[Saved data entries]
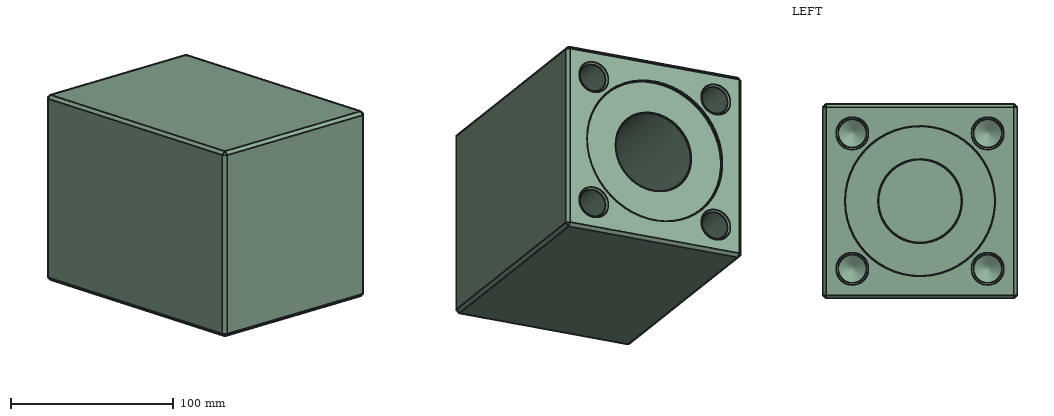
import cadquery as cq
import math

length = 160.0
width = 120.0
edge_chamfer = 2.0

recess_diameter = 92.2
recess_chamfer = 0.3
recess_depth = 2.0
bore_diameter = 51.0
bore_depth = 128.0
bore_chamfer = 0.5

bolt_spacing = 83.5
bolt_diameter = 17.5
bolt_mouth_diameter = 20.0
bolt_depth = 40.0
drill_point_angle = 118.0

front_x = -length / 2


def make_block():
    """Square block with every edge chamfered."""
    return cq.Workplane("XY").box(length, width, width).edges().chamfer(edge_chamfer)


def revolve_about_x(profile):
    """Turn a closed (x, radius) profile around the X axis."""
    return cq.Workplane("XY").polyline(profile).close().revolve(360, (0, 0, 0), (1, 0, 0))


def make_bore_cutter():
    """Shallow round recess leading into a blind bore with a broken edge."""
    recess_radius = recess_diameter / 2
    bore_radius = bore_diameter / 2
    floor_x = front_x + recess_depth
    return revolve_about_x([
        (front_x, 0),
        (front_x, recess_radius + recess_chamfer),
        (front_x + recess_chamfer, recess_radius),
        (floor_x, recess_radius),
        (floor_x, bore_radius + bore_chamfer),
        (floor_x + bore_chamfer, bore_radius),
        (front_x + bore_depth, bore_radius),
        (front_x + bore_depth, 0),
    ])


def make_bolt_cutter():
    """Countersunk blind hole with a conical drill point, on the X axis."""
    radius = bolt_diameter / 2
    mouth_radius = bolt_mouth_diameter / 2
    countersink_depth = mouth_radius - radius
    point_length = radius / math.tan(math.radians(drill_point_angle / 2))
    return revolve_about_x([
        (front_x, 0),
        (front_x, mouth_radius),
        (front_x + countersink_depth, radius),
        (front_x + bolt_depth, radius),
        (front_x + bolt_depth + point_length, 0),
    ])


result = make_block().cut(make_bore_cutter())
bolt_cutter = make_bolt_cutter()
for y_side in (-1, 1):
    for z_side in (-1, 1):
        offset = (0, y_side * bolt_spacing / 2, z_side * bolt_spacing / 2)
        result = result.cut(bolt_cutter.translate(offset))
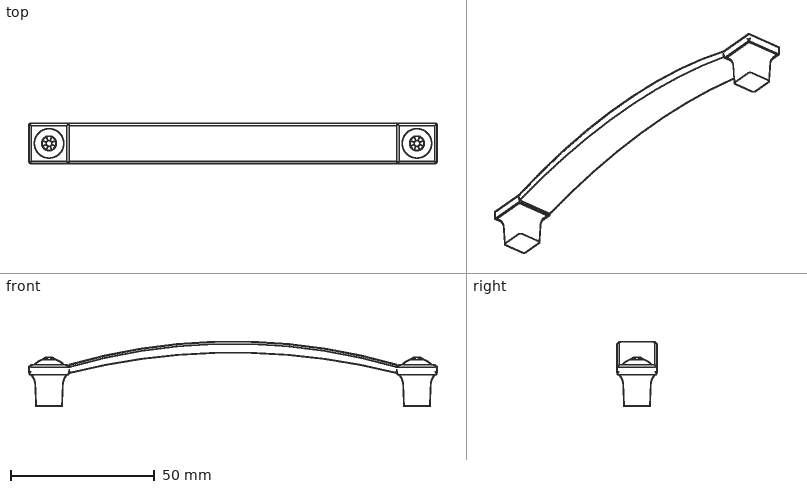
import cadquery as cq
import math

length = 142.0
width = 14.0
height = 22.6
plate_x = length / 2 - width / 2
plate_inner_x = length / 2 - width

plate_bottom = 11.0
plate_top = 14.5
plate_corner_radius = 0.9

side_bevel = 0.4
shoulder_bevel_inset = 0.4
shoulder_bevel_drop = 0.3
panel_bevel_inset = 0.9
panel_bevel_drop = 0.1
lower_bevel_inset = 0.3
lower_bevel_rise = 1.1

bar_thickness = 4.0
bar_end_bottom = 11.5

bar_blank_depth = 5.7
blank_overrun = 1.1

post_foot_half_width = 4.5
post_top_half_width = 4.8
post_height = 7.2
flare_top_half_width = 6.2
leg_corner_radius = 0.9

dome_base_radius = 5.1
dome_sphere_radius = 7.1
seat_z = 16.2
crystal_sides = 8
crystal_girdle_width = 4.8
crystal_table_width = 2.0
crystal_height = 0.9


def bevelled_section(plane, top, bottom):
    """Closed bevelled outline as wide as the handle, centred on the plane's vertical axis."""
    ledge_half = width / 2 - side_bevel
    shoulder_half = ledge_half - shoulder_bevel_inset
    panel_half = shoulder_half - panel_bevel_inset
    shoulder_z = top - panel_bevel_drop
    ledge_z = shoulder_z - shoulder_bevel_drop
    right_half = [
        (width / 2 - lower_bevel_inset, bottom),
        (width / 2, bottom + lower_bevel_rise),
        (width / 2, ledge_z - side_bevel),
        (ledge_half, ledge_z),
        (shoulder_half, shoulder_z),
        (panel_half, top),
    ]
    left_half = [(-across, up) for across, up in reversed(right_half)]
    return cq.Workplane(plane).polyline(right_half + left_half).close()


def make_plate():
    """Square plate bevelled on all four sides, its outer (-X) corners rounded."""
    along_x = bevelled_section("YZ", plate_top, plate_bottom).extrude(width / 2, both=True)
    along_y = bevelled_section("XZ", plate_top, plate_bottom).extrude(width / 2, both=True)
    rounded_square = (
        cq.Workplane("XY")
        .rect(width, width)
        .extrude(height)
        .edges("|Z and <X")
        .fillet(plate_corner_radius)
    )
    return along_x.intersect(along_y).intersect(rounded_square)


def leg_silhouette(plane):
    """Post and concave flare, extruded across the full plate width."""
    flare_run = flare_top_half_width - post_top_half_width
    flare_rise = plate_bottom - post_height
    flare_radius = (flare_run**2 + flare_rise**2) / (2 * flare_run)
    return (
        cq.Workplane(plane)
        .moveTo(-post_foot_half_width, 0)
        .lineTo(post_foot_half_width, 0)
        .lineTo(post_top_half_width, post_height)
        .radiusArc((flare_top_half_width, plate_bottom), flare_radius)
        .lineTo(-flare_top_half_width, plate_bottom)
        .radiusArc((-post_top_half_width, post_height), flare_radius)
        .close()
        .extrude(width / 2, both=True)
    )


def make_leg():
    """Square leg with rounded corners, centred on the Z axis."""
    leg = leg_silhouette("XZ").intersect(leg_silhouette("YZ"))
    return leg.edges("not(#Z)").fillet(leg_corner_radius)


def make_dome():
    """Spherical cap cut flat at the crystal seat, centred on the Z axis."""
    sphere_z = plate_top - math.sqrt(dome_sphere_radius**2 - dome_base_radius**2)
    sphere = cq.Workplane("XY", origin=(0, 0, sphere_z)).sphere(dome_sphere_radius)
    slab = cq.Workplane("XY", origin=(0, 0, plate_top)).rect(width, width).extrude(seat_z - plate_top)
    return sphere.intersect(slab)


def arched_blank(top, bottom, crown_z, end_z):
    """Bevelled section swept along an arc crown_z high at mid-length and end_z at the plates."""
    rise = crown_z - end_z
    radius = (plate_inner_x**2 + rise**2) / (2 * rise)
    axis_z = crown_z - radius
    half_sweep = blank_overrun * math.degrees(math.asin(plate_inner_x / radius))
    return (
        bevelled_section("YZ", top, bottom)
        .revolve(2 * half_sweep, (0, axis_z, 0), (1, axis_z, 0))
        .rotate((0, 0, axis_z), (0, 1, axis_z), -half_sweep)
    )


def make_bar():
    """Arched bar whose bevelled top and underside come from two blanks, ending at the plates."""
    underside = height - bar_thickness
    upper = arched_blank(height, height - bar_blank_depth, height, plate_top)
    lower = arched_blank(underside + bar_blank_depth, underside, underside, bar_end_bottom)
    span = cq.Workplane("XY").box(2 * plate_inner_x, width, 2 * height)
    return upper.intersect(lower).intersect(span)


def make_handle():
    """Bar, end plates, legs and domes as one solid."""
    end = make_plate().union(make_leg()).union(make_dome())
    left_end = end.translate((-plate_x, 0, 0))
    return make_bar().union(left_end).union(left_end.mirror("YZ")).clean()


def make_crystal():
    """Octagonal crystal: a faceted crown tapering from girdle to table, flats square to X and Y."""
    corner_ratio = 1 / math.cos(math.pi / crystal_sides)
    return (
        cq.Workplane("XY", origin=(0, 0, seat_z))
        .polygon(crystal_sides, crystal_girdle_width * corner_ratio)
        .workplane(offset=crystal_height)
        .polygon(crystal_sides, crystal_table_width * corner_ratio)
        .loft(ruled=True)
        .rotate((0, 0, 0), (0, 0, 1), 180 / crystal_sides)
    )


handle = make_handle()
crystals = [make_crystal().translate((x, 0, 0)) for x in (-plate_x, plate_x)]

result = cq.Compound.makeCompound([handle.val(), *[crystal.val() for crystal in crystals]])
* * *
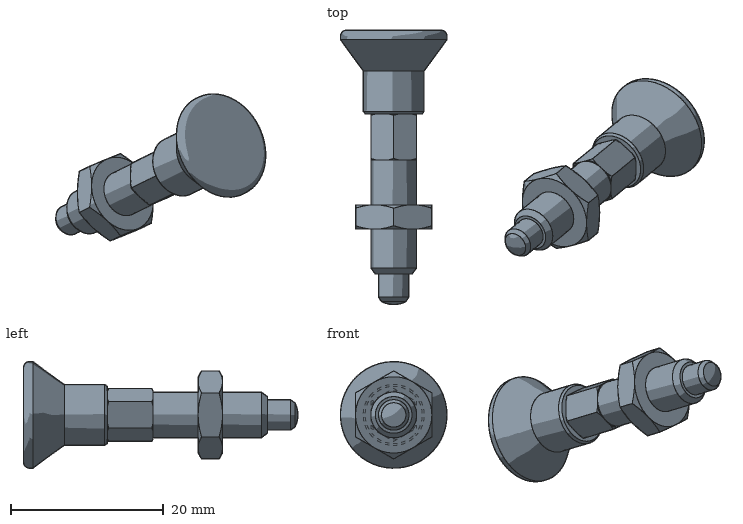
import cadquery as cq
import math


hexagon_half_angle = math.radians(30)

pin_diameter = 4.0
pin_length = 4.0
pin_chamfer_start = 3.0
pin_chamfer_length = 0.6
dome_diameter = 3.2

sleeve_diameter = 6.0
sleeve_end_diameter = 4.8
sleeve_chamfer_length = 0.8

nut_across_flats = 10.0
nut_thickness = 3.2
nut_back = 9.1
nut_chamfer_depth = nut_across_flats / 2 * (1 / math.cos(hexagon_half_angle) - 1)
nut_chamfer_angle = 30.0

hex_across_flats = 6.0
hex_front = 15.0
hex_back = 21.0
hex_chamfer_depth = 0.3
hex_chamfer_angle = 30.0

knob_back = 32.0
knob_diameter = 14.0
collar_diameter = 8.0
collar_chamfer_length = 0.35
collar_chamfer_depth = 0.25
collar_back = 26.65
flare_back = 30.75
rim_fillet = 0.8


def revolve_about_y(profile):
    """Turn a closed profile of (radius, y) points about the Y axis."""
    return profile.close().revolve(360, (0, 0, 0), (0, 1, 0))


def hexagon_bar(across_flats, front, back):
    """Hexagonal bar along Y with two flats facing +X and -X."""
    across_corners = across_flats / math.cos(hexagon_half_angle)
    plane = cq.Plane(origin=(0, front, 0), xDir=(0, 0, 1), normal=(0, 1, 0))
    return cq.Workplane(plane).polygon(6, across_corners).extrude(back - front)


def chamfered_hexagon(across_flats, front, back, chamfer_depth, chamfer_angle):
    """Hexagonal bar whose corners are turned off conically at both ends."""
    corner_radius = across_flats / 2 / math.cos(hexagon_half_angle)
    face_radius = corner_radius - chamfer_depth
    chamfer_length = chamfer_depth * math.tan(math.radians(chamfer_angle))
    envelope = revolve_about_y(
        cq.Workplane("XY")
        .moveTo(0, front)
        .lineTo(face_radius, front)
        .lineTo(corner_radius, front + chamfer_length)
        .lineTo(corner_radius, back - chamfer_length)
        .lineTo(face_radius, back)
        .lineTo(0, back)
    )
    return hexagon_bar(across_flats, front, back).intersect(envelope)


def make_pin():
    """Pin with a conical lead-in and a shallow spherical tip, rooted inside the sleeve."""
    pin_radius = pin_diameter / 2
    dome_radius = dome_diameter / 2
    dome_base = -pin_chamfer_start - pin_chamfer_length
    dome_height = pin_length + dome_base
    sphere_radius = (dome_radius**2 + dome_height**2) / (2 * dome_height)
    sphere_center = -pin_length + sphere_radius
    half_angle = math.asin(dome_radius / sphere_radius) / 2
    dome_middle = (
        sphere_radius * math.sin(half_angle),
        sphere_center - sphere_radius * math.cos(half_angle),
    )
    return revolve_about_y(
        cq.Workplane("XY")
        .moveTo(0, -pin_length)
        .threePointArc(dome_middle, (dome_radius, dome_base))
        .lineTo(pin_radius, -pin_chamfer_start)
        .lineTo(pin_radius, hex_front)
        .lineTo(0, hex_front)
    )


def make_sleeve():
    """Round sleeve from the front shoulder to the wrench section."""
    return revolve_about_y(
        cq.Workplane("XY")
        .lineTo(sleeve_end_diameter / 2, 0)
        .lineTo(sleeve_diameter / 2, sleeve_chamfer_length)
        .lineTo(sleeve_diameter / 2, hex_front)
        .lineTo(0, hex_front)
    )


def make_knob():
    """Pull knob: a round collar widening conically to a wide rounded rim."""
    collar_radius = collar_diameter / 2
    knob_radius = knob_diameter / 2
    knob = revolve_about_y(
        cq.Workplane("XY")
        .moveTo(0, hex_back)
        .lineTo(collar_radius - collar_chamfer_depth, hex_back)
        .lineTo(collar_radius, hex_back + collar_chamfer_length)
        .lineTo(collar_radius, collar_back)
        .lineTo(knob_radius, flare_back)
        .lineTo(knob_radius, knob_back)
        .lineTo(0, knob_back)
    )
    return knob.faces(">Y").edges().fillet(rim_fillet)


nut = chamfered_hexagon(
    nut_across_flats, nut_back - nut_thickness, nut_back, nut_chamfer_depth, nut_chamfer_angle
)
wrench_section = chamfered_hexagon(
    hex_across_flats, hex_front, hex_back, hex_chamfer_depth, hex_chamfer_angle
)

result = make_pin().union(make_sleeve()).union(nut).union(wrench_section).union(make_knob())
==
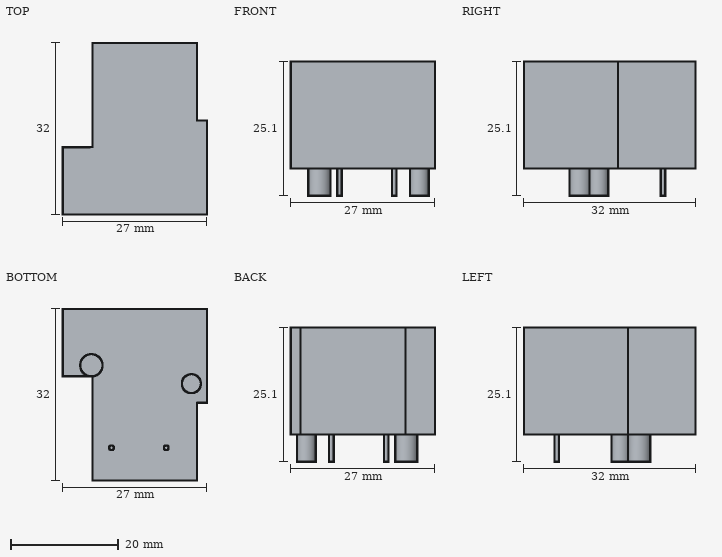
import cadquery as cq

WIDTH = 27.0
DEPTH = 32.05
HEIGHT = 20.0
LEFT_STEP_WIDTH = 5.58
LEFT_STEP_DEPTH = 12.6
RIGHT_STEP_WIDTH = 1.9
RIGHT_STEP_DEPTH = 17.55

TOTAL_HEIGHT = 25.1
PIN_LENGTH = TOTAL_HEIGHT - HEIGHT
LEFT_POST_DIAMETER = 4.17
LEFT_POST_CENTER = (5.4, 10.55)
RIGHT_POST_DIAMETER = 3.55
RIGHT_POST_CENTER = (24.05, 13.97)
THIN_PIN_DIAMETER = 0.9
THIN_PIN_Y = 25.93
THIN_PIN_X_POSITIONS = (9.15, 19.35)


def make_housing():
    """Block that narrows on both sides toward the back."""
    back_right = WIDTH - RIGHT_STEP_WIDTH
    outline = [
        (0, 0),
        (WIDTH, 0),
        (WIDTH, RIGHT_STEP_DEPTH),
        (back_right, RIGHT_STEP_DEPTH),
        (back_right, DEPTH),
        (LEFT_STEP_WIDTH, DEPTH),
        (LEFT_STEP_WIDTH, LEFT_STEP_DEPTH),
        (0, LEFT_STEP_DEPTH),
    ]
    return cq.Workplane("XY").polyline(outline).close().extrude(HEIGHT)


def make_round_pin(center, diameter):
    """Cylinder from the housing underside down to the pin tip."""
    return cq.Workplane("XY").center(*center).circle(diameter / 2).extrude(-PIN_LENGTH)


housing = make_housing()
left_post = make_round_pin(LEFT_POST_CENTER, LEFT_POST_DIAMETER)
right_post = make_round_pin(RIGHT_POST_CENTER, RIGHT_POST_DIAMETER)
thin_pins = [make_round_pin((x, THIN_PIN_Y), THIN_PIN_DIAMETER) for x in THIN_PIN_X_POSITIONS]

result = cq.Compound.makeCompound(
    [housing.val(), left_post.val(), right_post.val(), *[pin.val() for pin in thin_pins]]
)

#### [Assignment]
Once the line with "bolt_depth = 40.0" is found in the data above, reproduce it and each line after it exactly, through the line with "side_bevel = 0.4". Omit the pictures.

#### [Answer to this problem]
bolt_depth = 40.0
drill_point_angle = 118.0

front_x = -length / 2


def make_block():
    """Square block with every edge chamfered."""
    return cq.Workplane("XY").box(length, width, width).edges().chamfer(edge_chamfer)


def revolve_about_x(profile):
    """Turn a closed (x, radius) profile around the X axis."""
    return cq.Workplane("XY").polyline(profile).close().revolve(360, (0, 0, 0), (1, 0, 0))


def make_bore_cutter():
    """Shallow round recess leading into a blind bore with a broken edge."""
    recess_radius = recess_diameter / 2
    bore_radius = bore_diameter / 2
    floor_x = front_x + recess_depth
    return revolve_about_x([
        (front_x, 0),
        (front_x, recess_radius + recess_chamfer),
        (front_x + recess_chamfer, recess_radius),
        (floor_x, recess_radius),
        (floor_x, bore_radius + bore_chamfer),
        (floor_x + bore_chamfer, bore_radius),
        (front_x + bore_depth, bore_radius),
        (front_x + bore_depth, 0),
    ])


def make_bolt_cutter():
    """Countersunk blind hole with a conical drill point, on the X axis."""
    radius = bolt_diameter / 2
    mouth_radius = bolt_mouth_diameter / 2
    countersink_depth = mouth_radius - radius
    point_length = radius / math.tan(math.radians(drill_point_angle / 2))
    return revolve_about_x([
        (front_x, 0),
        (front_x, mouth_radius),
        (front_x + countersink_depth, radius),
        (front_x + bolt_depth, radius),
        (front_x + bolt_depth + point_length, 0),
    ])


result = make_block().cut(make_bore_cutter())
bolt_cutter = make_bolt_cutter()
for y_side in (-1, 1):
    for z_side in (-1, 1):
        offset = (0, y_side * bolt_spacing / 2, z_side * bolt_spacing / 2)
        result = result.cut(bolt_cutter.translate(offset))
import cadquery as cq
import math

length = 142.0
width = 14.0
height = 22.6
plate_x = length / 2 - width / 2
plate_inner_x = length / 2 - width

plate_bottom = 11.0
plate_top = 14.5
plate_corner_radius = 0.9

side_bevel = 0.4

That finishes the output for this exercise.